Be careful what you ask for, National Rifle Association. The push for open carry laws in this country by the NRA has backfired, and now the NRA has to backtrack after its members started showing up at restaurants with assault rifles.
The NRA was forced to issue a statement and called these actions “scary and weird” and denounced this kind of behavior as “not the NRA way.” Where was the statement from the NRA when armed militias showed up to “protect” Cliven Bundy and were taking up sniper positions against federal agents?
Do they denounce this type of action from their members or only those who make families enjoying a dinner uncomfortable? I would like to know exactly what is “the NRA way.”
The NRA advocates for the right to own any type of weapon as well as open carry laws across the country but when NRA members exert this right and it gets negative press, and business owners, their patrons and even other NRA members denounce this behavior suddenly it’s not “the NRA way.”
No, NRA, you convinced these members it is their right. You created this mess and now you need to own it.
You can’t have it both ways.
Doing what’s right
“I’d like to help you, son, but you’re too young to vote” is a line from an old song about a kid having a hard time growing up and having “The Summertime Blues.” He tries everything even writing his congressman.
We in this country should have the summertime blues during all four seasons. We have fallen into the age-old trap of listening to the siren song of all the finger-pointing politicians.
We have allowed ourselves to forget that the main job for the politician is to put his or her wetted finger up in the wind to determine the correct direction in which to go before worrying about doing the right thing. Everyone who goes into politics knows what should be done but soon finds that job is secondary to the job of just staying in the game.
All of us sheep on the outside are quick to take up whatever political party mantra seems best for us, and spend the rest of our lives thinking that our way is the only way. You can lead a horse to water, but you can’t make him drink.
It’s a good thing for the development of this country that during the westward expansion of this great nation that horses were not political. Six horses would never have been able to pull that stagecoach or wagon anywhere had they been split politically, or had the reins been in the hands of a driver who be could considered the executive branch.
When I look at the situation politically today, I am amazed. I guess in the old days that some of those in power were concerned enough to do the right thing, unlike many in power today.
Obama must change
President Barack Obama appears to be losing on all fronts. The only way he can get anything done on the domestic front is by executive order.
His “my way or the highway” attitude on domestic issues has backed him into a corner from which he is clueless as to how to escape. His inability to negotiate with any country other than our closest allies mirrors his domestic policy.
This smooth politician either has lost his ability to negotiate or most likely never had any. President Obama is the poster child for the Democratic Party.
His reaction to people who disagree with him is to ridicule, denigrate and abuse them. His only reaction is to stamp his feet and cry.
Current realities call for a serious engagement. It is time for President Obama to change.

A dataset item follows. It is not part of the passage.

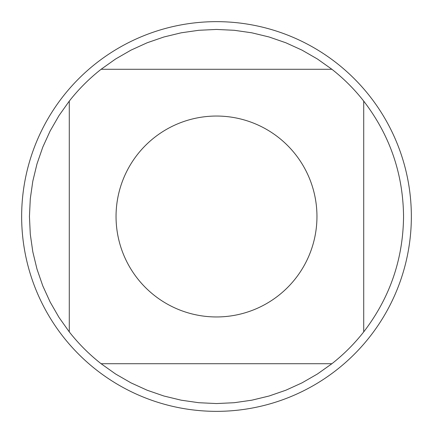 <?xml version="1.0" encoding="UTF-8"?>
<svg xmlns="http://www.w3.org/2000/svg" width="433" height="433" viewBox="0 0 433 433"><rect width="100%" height="100%" fill="white"/><g stroke="black" fill="none" stroke-linecap="round" stroke-linejoin="round"><path stroke-width="0.65" d="M137.44 154.527A100.456 100.456 0 0 0 183.722 311.457A100.456 100.456 0 0 0 316.956 216.5A100.456 100.456 0 0 0 137.44 154.527M69.28 101.106L69.28 331.895A187.056 187.056 0 0 0 101.106 363.72L331.895 363.72A187.056 187.056 0 0 0 363.72 331.895L363.72 101.106A187.056 187.056 0 0 0 331.895 69.28L101.106 69.28A187.056 187.056 0 0 0 69.28 101.106L59.002 115.584L50.141 130.977L42.78 147.139L36.984 163.923L32.811 181.183L30.288 198.763L29.444 216.5L30.288 234.237L32.811 251.817L36.984 269.077L42.78 285.861L50.141 302.023L59.002 317.416L69.28 331.895M363.72 331.895C389.83 297.861 403.107 259.394 403.556 216.5C403.107 173.606 389.83 135.139 363.72 101.106M101.106 363.72L115.584 373.998L130.977 382.859L147.139 390.22L163.923 396.016L181.183 400.189L198.763 402.712L216.5 403.556L234.237 402.712L251.817 400.189L269.077 396.016L285.861 390.22L302.023 382.859L317.416 373.998L331.895 363.72M331.895 69.28L317.416 59.002L302.023 50.141L285.861 42.78L269.077 36.984L251.817 32.811L234.237 30.288L216.5 29.444L198.763 30.288L181.183 32.811L163.923 36.984L147.139 42.78L130.977 50.141L115.584 59.002L101.106 69.28M411.35 216.5A194.85 194.85 0 0 1 216.5 411.35A194.85 194.85 0 0 1 21.65 216.5A194.85 194.85 0 0 1 216.5 21.65A194.85 194.85 0 0 1 411.35 216.5"/></g></svg>
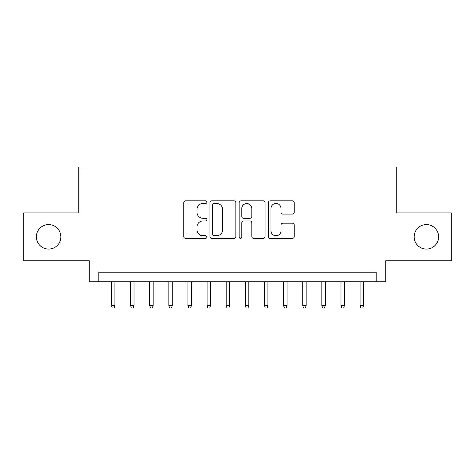 <?xml version="1.0" encoding="UTF-8"?>
<svg xmlns="http://www.w3.org/2000/svg" width="475" height="475" viewBox="0 0 475 475"><rect width="100%" height="100%" fill="white"/><g stroke="black" fill="none" stroke-linecap="round" stroke-linejoin="round"><path stroke-width="0.71" d="M206.898 202.154A1.312 1.312 0 0 0 205.58 200.842L185.636 200.842A1.876 1.876 0 0 0 183.76 202.718L183.76 236.514A1.876 1.876 0 0 0 185.636 238.391L205.58 238.391A1.312 1.312 0 0 0 206.898 237.078A1.312 1.312 0 0 0 205.58 235.76L203.003 235.76A6.009 6.009 0 0 1 196.994 229.752L196.994 226.937A6.009 6.009 0 0 1 203.003 220.928L205.58 220.928A1.312 1.312 0 0 0 206.898 219.616A1.312 1.312 0 0 0 205.58 218.304L203.003 218.304A6.009 6.009 0 0 1 196.994 212.295L196.994 209.475A6.009 6.009 0 0 1 203.003 203.472L205.58 203.472A1.312 1.312 0 0 0 206.898 202.154M414.141 236.829A12.243 12.243 0 0 0 426.384 249.072A12.243 12.243 0 0 0 438.627 236.829A12.243 12.243 0 0 0 426.384 224.592A12.243 12.243 0 0 0 414.141 236.829M36.373 236.829A12.243 12.243 0 0 0 48.616 249.072A12.243 12.243 0 0 0 60.859 236.829A12.243 12.243 0 0 0 48.616 224.592A12.243 12.243 0 0 0 36.373 236.829M292.368 214.077A1.876 1.876 0 0 0 294.245 212.2L294.245 202.718A1.876 1.876 0 0 0 292.368 200.842L270.216 200.842A1.876 1.876 0 0 0 268.339 202.718L268.339 236.514A1.876 1.876 0 0 0 270.216 238.391L292.368 238.391A1.876 1.876 0 0 0 294.245 236.514L294.245 225.061A1.876 1.876 0 0 0 292.368 223.185L282.886 223.185A1.876 1.876 0 0 0 281.01 225.061L281.01 230.737A5.023 5.023 0 0 1 275.987 235.76A5.023 5.023 0 0 1 270.964 230.737L270.964 208.489A5.023 5.023 0 0 1 275.987 203.472A5.023 5.023 0 0 1 281.01 208.489L281.01 212.2A1.876 1.876 0 0 0 282.886 214.077L292.368 214.077M376.176 281.782L385.736 281.782L385.736 260.739L451.25 260.739L451.25 212.919L396.257 212.919L396.257 167.016L78.743 167.016L78.743 212.919L23.75 212.919L23.75 260.739L89.264 260.739L89.264 281.782L376.176 281.782L376.176 272.217L98.824 272.217L98.824 281.782M235.855 202.718A1.876 1.876 0 0 0 233.979 200.842L211.826 200.842A1.876 1.876 0 0 0 209.95 202.718L209.95 236.514A1.876 1.876 0 0 0 211.826 238.391L233.979 238.391A1.876 1.876 0 0 0 235.855 236.514L235.855 202.718M241.021 200.842L263.174 200.842A1.876 1.876 0 0 1 265.05 202.718L265.05 236.514A1.876 1.876 0 0 1 263.174 238.391L253.692 238.391A1.876 1.876 0 0 1 251.815 236.514L251.815 222.805A1.876 1.876 0 0 0 249.939 220.928L243.651 220.928A1.876 1.876 0 0 0 241.769 222.805L241.769 237.078A1.312 1.312 0 0 1 240.457 238.391A1.312 1.312 0 0 1 239.145 237.078L239.145 202.718A1.876 1.876 0 0 1 241.021 200.842M213.893 203.472A1.312 1.312 0 0 0 212.574 204.784L212.574 234.448A1.312 1.312 0 0 0 213.893 235.76L216.612 235.76A6.009 6.009 0 0 0 222.621 229.752L222.621 209.475A6.009 6.009 0 0 0 216.612 203.472L213.893 203.472M251.815 208.584A5.023 5.023 0 0 0 246.792 203.561A5.023 5.023 0 0 0 241.769 208.584L241.769 216.422A1.876 1.876 0 0 0 243.651 218.304L249.939 218.304A1.876 1.876 0 0 0 251.815 216.422L251.815 208.584M114.891 305.496L114.125 307.984L112.213 307.984L111.447 305.496L114.891 305.496L114.891 281.782M111.447 305.496L111.447 281.782M134.021 305.496L133.255 307.984L131.343 307.984L130.577 305.496L134.021 305.496L134.021 281.782M130.577 305.496L130.577 281.782M153.146 305.496L152.38 307.984L150.468 307.984L149.702 305.496L153.146 305.496L153.146 281.782M149.702 305.496L149.702 281.782M172.277 305.496L171.511 307.984L169.599 307.984L168.833 305.496L172.277 305.496L172.277 281.782M168.833 305.496L168.833 281.782M191.401 305.496L190.635 307.984L188.723 307.984L187.958 305.496L191.401 305.496L191.401 281.782M187.958 305.496L187.958 281.782M210.532 305.496L209.766 307.984L207.854 307.984L207.088 305.496L210.532 305.496L210.532 281.782M207.088 305.496L207.088 281.782M229.657 305.496L228.891 307.984L226.979 307.984L226.213 305.496L229.657 305.496L229.657 281.782M226.213 305.496L226.213 281.782M248.787 305.496L248.021 307.984L246.109 307.984L245.343 305.496L248.787 305.496L248.787 281.782M245.343 305.496L245.343 281.782M267.912 305.496L267.146 307.984L265.234 307.984L264.468 305.496L267.912 305.496L267.912 281.782M264.468 305.496L264.468 281.782M287.043 305.496L286.277 307.984L284.365 307.984L283.599 305.496L287.043 305.496L287.043 281.782M283.599 305.496L283.599 281.782M306.167 305.496L305.401 307.984L303.489 307.984L302.723 305.496L306.167 305.496L306.167 281.782M302.723 305.496L302.723 281.782M325.298 305.496L324.532 307.984L322.62 307.984L321.854 305.496L325.298 305.496L325.298 281.782M321.854 305.496L321.854 281.782M344.423 305.496L343.657 307.984L341.745 307.984L340.979 305.496L344.423 305.496L344.423 281.782M340.979 305.496L340.979 281.782M363.553 305.496L362.787 307.984L360.875 307.984L360.109 305.496L363.553 305.496L363.553 281.782M360.109 305.496L360.109 281.782"/></g></svg>

In the recent “he said-she said” battle between Hy-Vee and Leawood, Yael Abouhalkah’s May 29 column, “Leawood says no to Hy-Vee in rare win for taxpayers,” finally made some sense and added clarity to the situation. In essence, Leawood was not willing — and could not by charter — tax its residents to pay for Hy-Vee’s remodeling of its Leawood store.
The essence of Yael Abouhalkah’s editorial was that of commending Leawood for standing its ground.
I support Leawood’s action. I would suggest that people either feeling the brunt of Hy-Vee’s departure or appreciating Leawood’s stand consider boycotting a Hy-Vee store in their neighborhood. Call it an extreme measure but, I. for one, will not shop in another Hy-Vee store.
Wind, solar energy
According to a May 31 article, “Kansas again OKs coal plant,” most of the electricity generated at the proposed 895-megawatt power power plant outside Holcomb in southwest Kansas will not be used in Kansas.
Colorado, Nebraska, New Mexico and Wyoming will get 78 percent of the power generated from the proposed new coal-fired power plant in Holcomb. With our winds blowing mostly from the west, we will be getting the global-warming carbon dioxide, nitrogen dioxide and sulfur dioxide emitted from the plant, but use little of the electricity generated.
On June 2, the Environmental Protection Agency proposed rules to cut carbon dioxide by 30 percent by 2030. Building this new coal plant seems to me to be heading in the opposite direction of the way we should be going.
Kansas could be progressive and capitalize on our wind resources and forget dirty coal. We could be promoting the health of our population as the pollution from coal plants causes increases in asthma and respiratory diseases.
Because Kansas is one of the windiest states in the nation, let’s build more wind farms for power generation. Let’s not forget the sun’s power.
Solar could be an option for Kansas.